As for the ideas themselves, I find it harder to respond. I've never been on
the receiving end of 'Twitter scale' attention but I've always assumed that it
was basically an emotional net negative for those who are. Even if the vast
majority of said attention were positive, I feel like it would be hard to
ignore the background noise generated by those who have found the most
effective method to get attention is to cause distress for others.

------
atemerev
This is the "15 minutes of fame for everyone" long envisioned. Only now the
tech enabled this very possibility.

While it can be negative experience first few times it happens, the other
dangerous side is that it's instantaneously addictive (we people crave
attention). And addiction is what everyone in sales and marketing wants, as
long as it's still legal. An addict is an ideal consumer.

I terminated my Twitter account about 2 years ago, after I found out that I
spent huge amounts of time and psychical energy there. I generated two random
UUIDs, used the first one to create one of those one-time emails, and the
second to be the new password. I changed my Twitter password and email, and
promptly rebooted my computer without storing these UUIDs anywhere.

It worked. Going cold turkey was incredibly hard.
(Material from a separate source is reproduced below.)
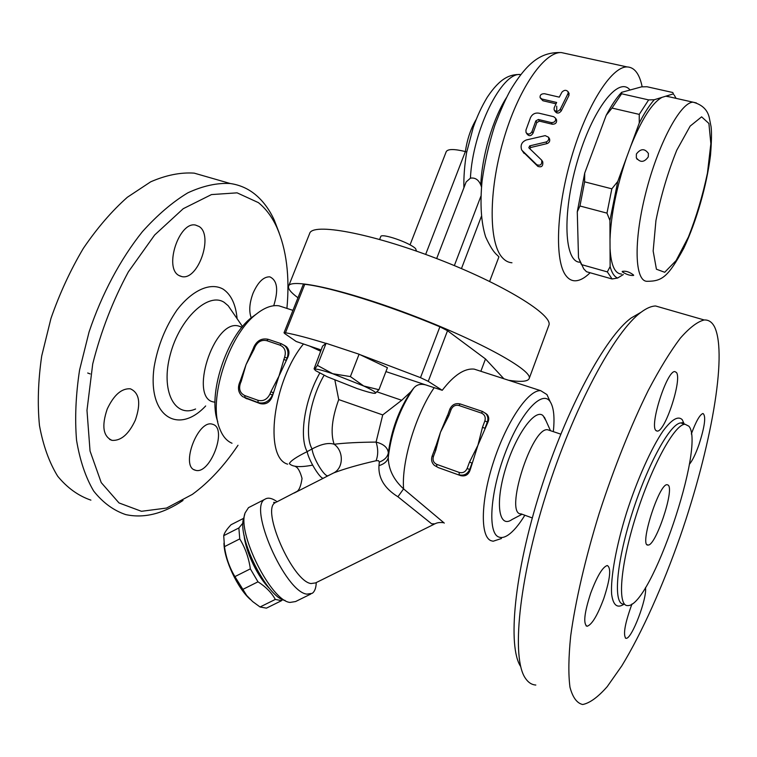 <?xml version="1.0" encoding="UTF-8"?>
<svg xmlns="http://www.w3.org/2000/svg" width="757" height="757" viewBox="0 0 757 757"><rect width="100%" height="100%" fill="white"/><g stroke="black" fill="none" stroke-linecap="round" stroke-linejoin="round"><path stroke-width="1.14" d="M208.345 177.204L194.199 173.135C180.592 172.218 166.086 175.113 150.69 181.822L127.356 197.255C111.781 211.08 97.095 228.141 83.308 248.419C70.41 270.183 59.623 293.527 50.956 318.451L41.711 355.96C38.115 380.78 37.367 403.964 39.468 425.51C43.149 445.561 49.224 462.461 57.683 476.21C67.278 487.877 78.35 495.854 90.897 500.131M90.178 373.92L87.698 373.002M279.163 232.891L274.327 220.249C269.397 209.481 262.991 200.86 255.128 194.388C247.889 188.502 239.609 184.878 230.289 183.525C217.079 182.759 202.942 185.853 187.878 192.808C172.549 202.043 157.399 214.988 142.43 231.642C120.543 258.97 101.798 294.009 89.061 332.001L79.58 369.993C75.766 395.088 74.754 418.489 76.542 440.195C79.882 460.36 85.588 477.307 93.66 491.028C102.857 502.629 113.541 510.483 125.7 514.59C143.953 518.554 163.058 513.842 183.014 500.462M238.001 445.267C224.157 465.905 208.941 482.285 192.354 494.387L166.54 508.061L141.445 511.297L118.991 502.932L101.22 482.588L90.045 451.021L86.979 410.332L92.723 363.937C100.889 331.509 112.765 300.813 128.359 271.858L154.655 234.992L183.241 208.695L211.477 194.577L237.102 192.846L258.421 202.639C265.944 208.752 272.056 216.956 276.788 227.242C286.496 249.365 289.874 276.419 286.922 308.402M251.21 317.836C248.798 311.165 249.422 302.923 253.103 293.091C258.042 282.039 263.606 276.627 269.804 276.844C277.355 280.317 278.652 289.95 273.712 305.752M213.323 424.507C227.393 429.361 210.039 474.639 195.675 470.324L194.984 470.116C180.298 466.312 197.823 419.633 212.178 424.138L213.323 424.507M135.361 420.088C128.822 434.168 121.054 440.934 112.055 440.375C103.094 436.401 101.485 425.936 107.239 408.988C113.881 394.955 121.584 388.227 130.346 388.805C139.43 392.845 141.095 403.273 135.361 420.088M178.936 275.491C163.682 267.902 179.21 221.016 195.609 225.084L199.138 226.513C213.748 235.304 198.202 280.554 181.898 276.608L178.936 275.491M241.824 327.242L238.332 325.945C213.531 319.255 188.219 399.459 214.307 402.071M256.349 314.079L251.561 317.552C226.457 336.591 207.465 394.955 217.751 421.602M232.011 443.242C226.721 441.009 222.662 436.25 219.842 428.954C207.579 400.869 228.302 335.285 256.074 314.306C264.392 307.626 272.009 304.797 278.945 305.819L284.074 307.484M320.58 351.172L309.698 346.11L296.186 341.483L284.764 333.591L284.017 332.777L285.474 332.749C295.277 334.537 308.771 338.086 325.955 343.385L322.567 346.119L314.079 368.801L315.527 370.608L327.204 376.749L356.992 388.521C365.423 391.397 371.167 392.997 374.232 393.309L375.406 393.262C376.645 392.618 372.747 390.196 363.701 385.985L332.711 373.721C322.122 370.164 316.095 368.668 314.657 369.236L317.391 365.376L332.711 373.721L350.387 376.579L363.701 385.985L378.935 389.732L375.226 393.299M284.291 345.306L286.449 346.687C289.429 349.8 289.732 353.67 287.348 358.298L278.973 376.106L272.719 395.163C270.486 402.099 266.303 404.91 260.171 403.604L245.164 397.955M240.338 383.496L239.363 383.212C237.49 388.757 238.597 393.233 242.685 396.649L258.109 402.582L258.005 400.311L244.833 395.589C240.101 393.252 238.606 389.221 240.338 383.496L241.246 381.254L240.262 380.979L246.044 364.647L253.084 348.996L254.078 349.232L254.967 347.009L253.983 346.772L253.084 348.996M378.935 389.732L387.423 367.703L360.095 354.702L420.495 377.639L428.244 381.348L442.239 390.3L428.235 385.739C421.999 383.297 417.183 384.054 413.776 388.029L410.909 391.672L401.693 400.283L382.73 414.921L338.729 399.582L334.887 380.099M285.474 332.749L304.759 284.32L303.235 284.547L284.017 332.777M304.759 284.32C329.655 286.912 388.133 305.052 439.893 326.797L420.495 377.639M349.725 351.116L335.304 346.337L359.083 354.219L350.387 376.579M335.304 346.337L326.087 343.281L317.391 365.376M360.095 354.702L359.083 354.219M241.246 381.254L246.044 364.647L254.078 349.232M260.171 403.604L258.109 402.582C264.401 404.068 269.18 401.551 272.463 395.031L273.362 392.76L270.874 391.738L269.975 394.009C267.23 399.45 263.237 401.551 258.005 400.311M283.733 359.367L286.212 360.408L287.102 358.156C288.833 353.093 288.01 348.892 284.613 345.57L281.349 343.744L279.976 345.135C284.783 347.378 286.326 351.371 284.623 357.115L278.973 376.106L270.874 391.738M444.283 523.106L403.585 488.88L397.917 496.762L431.641 523.816L434.963 523.825C437.082 522.633 439.893 522.245 443.413 522.68M549.222 399.582L546.942 394.586L540.725 390.688C528.746 389.439 507.171 420.618 494.047 460.256C480.799 499.857 479.919 536.382 490.952 540.668L493.138 541.236L501.446 538.52M479.067 370.703L474.223 369.132C464.524 368.101 453.859 375.16 442.239 390.3M485.436 413.161L487.29 414.685C489.003 416.956 489.202 419.501 487.868 422.34L477.913 445.286L470.182 469.832C468.564 474.734 465.385 476.664 460.635 475.623L438.265 467.589L435.786 466.104M434.66 449.772L440.47 432.266L447.463 415.432L448.787 415.754L451.153 409.461C452.828 406.026 455.421 404.711 458.931 405.497L481.405 413.076L482.606 411.496L485.994 413.738L482.606 411.496L460.152 403.935L458.931 405.497M481.405 413.076C484.707 414.59 485.862 417.202 484.868 420.901L482.493 427.27L484.982 428.33L487.347 421.961C488.379 418.886 487.924 416.142 485.994 413.738L487.29 414.685M482.493 427.27L477.913 445.286L469.529 462.063L467.135 468.488L469.643 469.52L472.027 463.095L469.529 462.063M447.567 415.546L449.828 409.149L451.153 409.461M432.247 456.187L432.133 456.102C430.97 459.688 431.679 462.745 434.263 465.281L436.685 466.719L436.77 464.382C433.534 462.82 432.417 460.18 433.439 456.48L435.824 450.131L434.518 449.762L435.616 446.526M524.847 515.233C519.018 524.771 513.445 531.367 508.146 535.029C504.465 537.489 501.276 538.132 498.57 536.94C487.357 532.625 490.328 491.227 505.704 451.721C520.93 412.092 542.457 389.306 550.244 401.806C553.793 407.455 554.824 417.4 553.32 431.641M522.084 514.23L512.006 519.539C499.014 528.906 494.936 503.935 505.279 469.595C515.394 435.266 535.085 408.004 543.043 415.65L545.967 420.693M549.639 430.411L547.775 429.787C531.878 426.2 503.765 515.129 521.194 513.908L532.294 517.949M639.608 313.095L631.215 317.959C605.676 336.392 566.387 408.468 540.328 490.82C514.173 573.172 507.332 646.62 520.721 666.605M535.824 685.038C531.717 684.773 528.235 682.511 525.396 678.253C511.344 658.391 518.479 581.537 546.043 494.482C573.494 407.436 614.722 331.282 641.075 312.253C646.544 308.165 651.399 306.074 655.619 305.989L662.744 308.033M714.75 327.308C712.252 322.189 708.741 319.747 704.218 319.974C697.547 321.583 689.561 327.667 680.269 338.237C670.333 351.428 659.678 368.791 648.314 390.328C631.054 425.216 613.804 468.28 599.194 513.388C585.293 558.486 575.386 601.351 570.693 635.918C568.526 657.218 568.28 674.317 569.974 687.205C572.699 697.452 576.929 703.225 582.691 704.512C589.798 703.102 597.973 697.14 607.218 686.637L621.8 665.876C641.964 632.776 662.877 585.871 680.373 535.965C710.634 448.589 727.657 355.639 714.75 327.308M676.436 372.482C682.312 379.323 665.1 432.01 657.256 431.102L655.912 430.487C649.326 425.302 667.049 370.277 674.866 371.592L676.436 372.482M590.734 593.072C597.141 576.105 602.648 566.917 607.275 565.517C611.382 567.816 610.218 578.812 603.793 598.503C597.491 615.403 591.946 624.648 587.158 626.257C583.051 624.109 584.243 613.047 590.734 593.072M645.503 587.546C647.301 598.333 631.679 639.41 626.096 638.302L625.765 638.255C622.945 634.536 625.017 623.115 631.972 603.972M691.321 433.988C696.033 421.28 699.922 414.448 702.988 413.502C706.186 415.915 704.833 426.342 698.919 444.785C695.569 454.209 692.371 460.739 689.334 464.363M688.851 426.182L685.047 424.242C674.78 424.024 651.739 465.782 636.05 515.621C620.238 565.47 617.106 606.527 627.742 605.581C651.011 607.142 705.903 444.832 688.851 426.182M668.194 485.114L667.154 484.698C658.997 483.316 638.87 547.027 648.087 545.04C655.704 546.081 674.61 489.656 668.194 485.114M294.161 493.053L323.409 478.197C320.381 479.484 308.496 459.991 307.172 451.626C296.583 456.85 290.641 460.843 289.354 463.606C292.505 466.993 300.264 467.504 312.632 465.129M295.4 466.539C297.908 467.438 300.122 471.403 302.043 478.443C300.898 486.089 299.11 490.47 296.678 491.586L276.428 502.09M323.409 478.197L328.093 475.699C324.583 477.478 312.745 457.625 312.092 448.948L307.172 451.626C298.911 437.044 304.74 399.412 319.747 373.135M434.234 387.622C415.848 414.079 401.39 461.95 403.585 488.88C393.498 479.654 388.388 469.132 388.265 457.323C387.556 461.117 384.461 463.909 378.964 465.687C378.226 478.083 384.547 488.435 397.917 496.762M328.197 475.661L333.875 472.851C343.706 467.76 343.792 450.973 334.13 444.255C328.737 442.438 321.394 443.999 312.092 448.948C304.134 435.559 309.793 399.743 324.081 375.302M325.453 477.109L333.241 473.134L325.406 477.128M413.776 388.029C399.951 408.345 391.445 431.443 388.265 457.323L388.35 452.762C387.593 456.925 384.594 460.029 379.342 462.082L378.964 465.687M333.875 472.851C344.624 468.744 358.686 464.703 376.059 460.748C378.254 455.08 378.254 448.854 376.068 442.088C358.771 442.22 344.795 442.949 334.13 444.255C330.383 433.212 331.907 418.328 338.729 399.582M376.059 460.748L378.509 460.672L379.342 462.082M410.909 391.672C398.911 409.679 391.388 430.042 388.35 452.762C387.698 447.567 383.61 444.009 376.068 442.088L382.73 414.921M428.244 381.348L447.519 330.714L439.893 326.797M447.519 330.714L485.483 358.95L503.878 378.746M485.483 358.95L480.856 371.28M297.965 297.766C290.962 292.609 287.83 288.748 288.578 286.184C290.177 277.564 347.293 290.328 414.41 316.142C481.556 341.871 533.155 370.826 529.181 378.547C527.866 381.575 520.996 382.153 508.581 380.269M548.759 325.567L548.844 325.34C553.689 315.234 503.31 284.055 436.59 258.515C369.908 232.853 312.196 222.539 309.641 233.516L288.644 286.032M379.635 239.43L380.714 236.657C380.979 232.702 410.029 242.675 415.621 248.675L416.53 251.144M436.675 258.544L466.151 181.935L470.419 178.169C475.084 177.412 478.538 179.674 480.79 184.973L481.49 186.932M481.405 216.332L461.458 268.584M489.628 281.424L498.92 256.85L497.311 255.223C493.715 252.27 489.836 246.176 485.663 236.941C481.121 222.615 479.91 204.059 482.048 181.264C484.622 162.708 488.852 144.142 494.747 125.577C500.86 109.557 506.225 97.521 510.852 89.468C529.436 58.932 543.498 52.063 561.344 52.564L566.368 53.662M590.129 272.747C584.536 278.245 579.389 280.923 574.695 280.8C571.421 280.658 568.554 279.002 566.094 275.832C554.597 261.657 556.054 210.304 571.232 158.204C586.315 106.037 611.382 66.474 627.07 66.928C634.461 67.203 639.495 73.836 642.173 86.828M542.277 161.08L542.741 161.799C543.223 166.105 541.596 167.628 537.848 166.36L522.614 151.4M549.147 138.2L549.544 138.843C550.15 141.124 549.298 142.713 547.008 143.612L530.761 147.492L529.758 148.75M555.77 118.868L556.575 119.909C556.897 122.785 555.487 124.224 552.336 124.233L539.448 121.129L536.845 122.53L533.004 133.232C531.149 136.137 529.181 136.43 527.09 134.112L526.456 133.128M556.017 103.813L542.911 100.747L540.394 98.107M568.895 93.158L568.98 95.391L561.249 110.929C559.111 113.55 557.057 113.73 555.089 111.487L554.436 110.371M538.435 119.483L551.351 122.596C554.512 122.587 555.922 121.139 555.6 118.253L553.708 116.701L538.899 113.162C535.085 112.623 532.294 114.099 530.515 117.572L525.935 130.128L526.039 132.494C528.131 134.812 530.108 134.519 531.972 131.614L535.833 120.893L538.435 119.483L539.448 121.129M556.65 102.469L554.181 107.787L554.105 109.793C556.083 112.055 558.146 111.866 560.284 109.226L567.996 93.584L568.185 91.834C566.293 89.733 564.202 89.846 561.912 92.184L559.291 97.151L544.538 93.726C541.34 93.679 539.855 94.966 540.082 97.577L541.898 99.016L556.65 102.469M526.399 139.941C521.715 141.871 520.144 145.24 521.687 150.037L536.77 164.733C540.517 166.001 542.154 164.477 541.69 160.181L528.812 147.757L529.701 145.874L545.996 142.004C548.305 141.105 549.156 139.515 548.551 137.225L545.191 135.626L526.399 139.941M580.184 262.196C564.504 262.764 561.845 214.818 577.061 162.31C592.059 109.68 618.554 75.445 630.032 90.017M581.187 264.089L578.499 257.721L577.279 211.79L584.707 173.098L606.206 115.291C611.419 105.365 616.558 97.719 621.611 92.335L621.611 93.773L612.025 108.071L639.249 114.383L648.635 99.905L654.275 99.735L665.772 96.205L669.699 96.924M578.499 257.721L583.779 268.905L586.505 271.725L612.082 278.973L607.341 271.895L610.123 266.578C611.817 272.87 614.324 276.693 617.627 278.037L612.082 278.973M581.404 264.581L607.341 271.895M621.554 274.043C614.816 273.75 610.984 265.215 610.047 248.438L610.123 266.578M623.314 274.536L617.627 278.037M610.047 248.438L610.01 239.344C610.994 214.808 616.463 187.67 626.418 157.939L630.666 146.404C641.69 119.161 652.146 102.81 662.034 97.35M622.311 271.867L622.226 271.432C625.689 270.694 629.455 271.895 633.543 275.018L633.637 275.416C630.335 275.775 626.559 274.592 622.311 271.867M636.382 154.012C640.687 148.467 644.709 148.296 648.427 153.501L648.257 156.907C644.216 162.5 640.233 162.802 636.334 157.806L636.382 154.012M617.759 181.481L609.934 220.486L606.982 213.133L611.836 188.824L617.759 181.481L626.418 157.939M610.01 239.344L609.934 220.486M654.275 99.735C649.392 105.223 644.387 112.992 639.258 123.041L639.249 114.383M630.666 146.404L639.258 123.041M676.077 98.363L674.373 95.354M665.772 96.205L673.191 93.925M612.025 108.071L606.206 115.291M584.707 173.098L584.612 181.841L611.836 188.824M584.612 181.841L579.966 205.999L577.279 211.79M621.611 92.335L641.567 86.847L646.951 86.743L672.878 92.534M621.611 93.773L648.635 99.905M579.966 205.999L606.982 213.133M466.747 151.911L465.375 151.561C467.183 139.269 470.778 128.576 476.162 119.492M425.652 254.418L465.375 151.561C454.172 148.855 447.794 148.892 446.223 151.674L410.039 244.88M316.256 582.568C316.057 587.952 314.723 591.539 312.244 593.327L306.907 594.141C285.029 591.946 247.794 506.802 264.978 499.223C267.987 497.254 272.037 498.097 277.128 501.74M310.777 594.046L295.571 601.55L289.988 602.43C270.997 600.859 236.969 532.805 245.117 512.896L248.495 507.654L249.952 506.906M244.842 513.927L243.849 517.674C236.364 536.098 267.259 598.295 285.048 600.405M244.114 535.303C245.448 551.427 258.023 577.676 269.776 588.747M282.446 599.478L281.557 600.661L275.321 599.421C271.574 592.665 265.802 586.798 257.986 581.821L250.359 568.857C248.75 557.805 245.211 547.813 239.751 538.908L238.871 527.96L243.016 522.983M243.669 518.308L231.036 524.743C226.759 529.275 224.318 532.909 223.722 535.672L224.469 546.658C225.983 557.531 229.466 567.513 234.916 576.607L246.668 595.466L252.63 601.55L260.058 606.982L266.436 608.145L281.557 600.661M250.52 599.629C237.726 588.7 224.006 559.404 223.968 543.11M275.321 599.421L260.058 606.982M238.871 527.96L223.722 535.672M239.751 538.908L224.469 546.658M250.359 568.857L234.916 576.607M257.986 581.821L242.552 589.523M237.111 318.716C235.777 304.446 231.131 294.596 223.201 289.183C210.777 282.03 192.571 289.713 176.996 309.992C165.405 326.91 157.787 345.873 154.144 366.89C147.132 416.218 178.15 435.53 205.677 405.96M195.58 408.998C174.583 418.318 160.418 390.763 170.278 354.522C179.721 318.252 208.497 291.691 224.252 302.403L228.217 305.762L231.339 310.304M303.5 343.924C272.842 381.093 263.625 457.654 287.651 464.173M428.235 385.739L385.928 371.592M321.072 349.914L309.698 346.11M244.833 395.589L244.965 397.86L247.047 398.882M272.719 395.163L269.975 394.009M254.967 347.009C257.664 341.672 261.61 339.562 266.795 340.688L268.177 339.306L281.33 343.735M266.795 340.688L279.976 345.135M287.348 358.298L284.623 357.115M484.868 420.901L487.868 422.34M449.932 409.263L449.828 409.149C452.014 404.645 455.459 402.904 460.152 403.935L482.606 411.496M435.824 450.131L440.47 432.266L448.787 415.754M467.135 468.488C465.432 471.99 462.801 473.305 459.234 472.434L459.12 474.781C463.871 475.935 467.381 474.185 469.643 469.52L470.182 469.832M438.265 467.589L460.635 475.623M459.234 472.434L436.77 464.382M434.518 449.762L432.133 456.102L433.439 456.48M684.167 423.958L682.275 419.738C678.196 415.593 671.809 419.312 663.104 430.903C651.332 448.116 637.28 479.332 626.512 512.858C616.122 546.365 610.558 577.298 611.609 594.075C613.104 605.316 617.258 608.685 624.052 604.181M623.815 604.077C613.038 605.051 616.009 564.031 631.811 514.221C647.472 464.41 670.626 422.69 681.016 422.945L684.385 424.327M434.187 524.213L315.565 582.909L310.985 583.552C292.505 581.3 260.872 509.13 275.245 502.695L273.618 502.393L275.539 502.553M377.156 391.889L401.693 400.283M454.351 265.593L480.913 196.148M470.419 178.169C472.642 130.422 501.9 71.423 520.646 74.574L520.759 74.583M480.79 184.973C481.802 156.567 492.731 119.256 506.433 97.672M556.707 106.15L556.783 112.954M511.959 262.774C508.316 262.509 505.07 260.758 502.222 257.531C488.89 243.035 488.435 192.212 503.14 141.162C517.722 90.045 543.895 51.675 561.344 52.564L627.07 66.928M551.351 122.596L552.336 124.233M535.833 120.893L536.845 122.53M531.972 131.614L533.004 133.232M541.898 99.016L542.911 100.747M560.284 109.226L561.249 110.929M567.996 93.584L568.98 95.391M522.983 151.779L524.071 153.397M536.77 164.733L537.848 166.36M545.996 142.004L547.008 143.612M529.701 145.874L530.761 147.492M696.364 102.933L693.128 102.195C680.543 101.968 657.899 144.36 645.626 193.451C633.202 242.533 634.877 282.039 647.33 281.292C661.845 281.254 668.024 277.27 683.77 248.23C696.364 221.725 706.792 185.276 710.492 155.365C711.561 142.155 711.76 132.655 711.097 126.854L709.318 117.837C707.587 109.869 702.193 104.655 693.128 102.195L666.321 96.167M708.902 123.476L701.616 116.843L690.147 126.116L676.758 150.227C667.797 172.52 660.861 195.978 655.931 220.618L653.159 251.021L656.423 269.218L664.703 272.283L676.105 260.578L688.416 237.017C696.374 216.776 702.723 195.457 707.445 173.088L710.861 143.726L708.902 123.476M194.199 173.135L230.289 183.525M276.788 227.242L274.327 220.249M242.533 326.608L228.217 305.762M194.019 469.671L195.675 470.324M109.67 439.448L112.055 440.375M179.608 275.86L181.898 276.608M238.332 325.945L242.041 327.194M214.278 402.062L215.026 402.336M251.561 317.552L256.074 314.306M292.95 310.361L278.945 305.819M240.262 380.979L239.363 383.212M286.449 346.687L281.349 343.744L268.177 339.306C261.875 337.972 257.143 340.461 253.983 346.772M540.725 390.688L474.223 369.132M550.244 401.806L546.942 394.586M550.49 430.695L544.359 417.145M547.775 429.787L560.795 434.149M631.215 317.959L641.075 312.253M655.619 305.989L704.218 319.974M685.047 424.242L681.016 422.945L682.369 422.661L683.06 423.598M625.348 638.009L626.096 638.302M586.041 625.821L587.148 626.257M656.187 430.752L657.256 431.102M647.15 544.699L648.087 545.04M548.844 325.34L529.181 378.547M520.74 74.593L520.646 74.574C510.36 74.044 500.292 77.649 487.271 97.237C481.726 106.425 477.042 116.483 473.248 127.431L466.624 152.507C464.543 165.102 463.634 176.854 463.899 187.774M555.6 118.253L556.575 119.909M568.185 91.843L569.169 93.66M541.69 160.181L542.741 161.799M548.551 137.225L549.544 138.843M636.344 157.844L637.186 159.339M673.825 94.634L673.143 93.414M264.978 499.223L248.495 507.654"/></g></svg>

I wrote to Twitter support a
few times so they could restore my account, but they couldn't establish my
identity (just as planned!) Then, after a few months, cravings started to
diminish.

Now, instead of being Twitter addict, I became Facebook and HN addict. Sigh. I
can repeat my trick, but now I lack the willpower to do that. RescueTime tells
me that I spend 3-4 hours every day on Facebook and HN.

Time to generate more UUIDs.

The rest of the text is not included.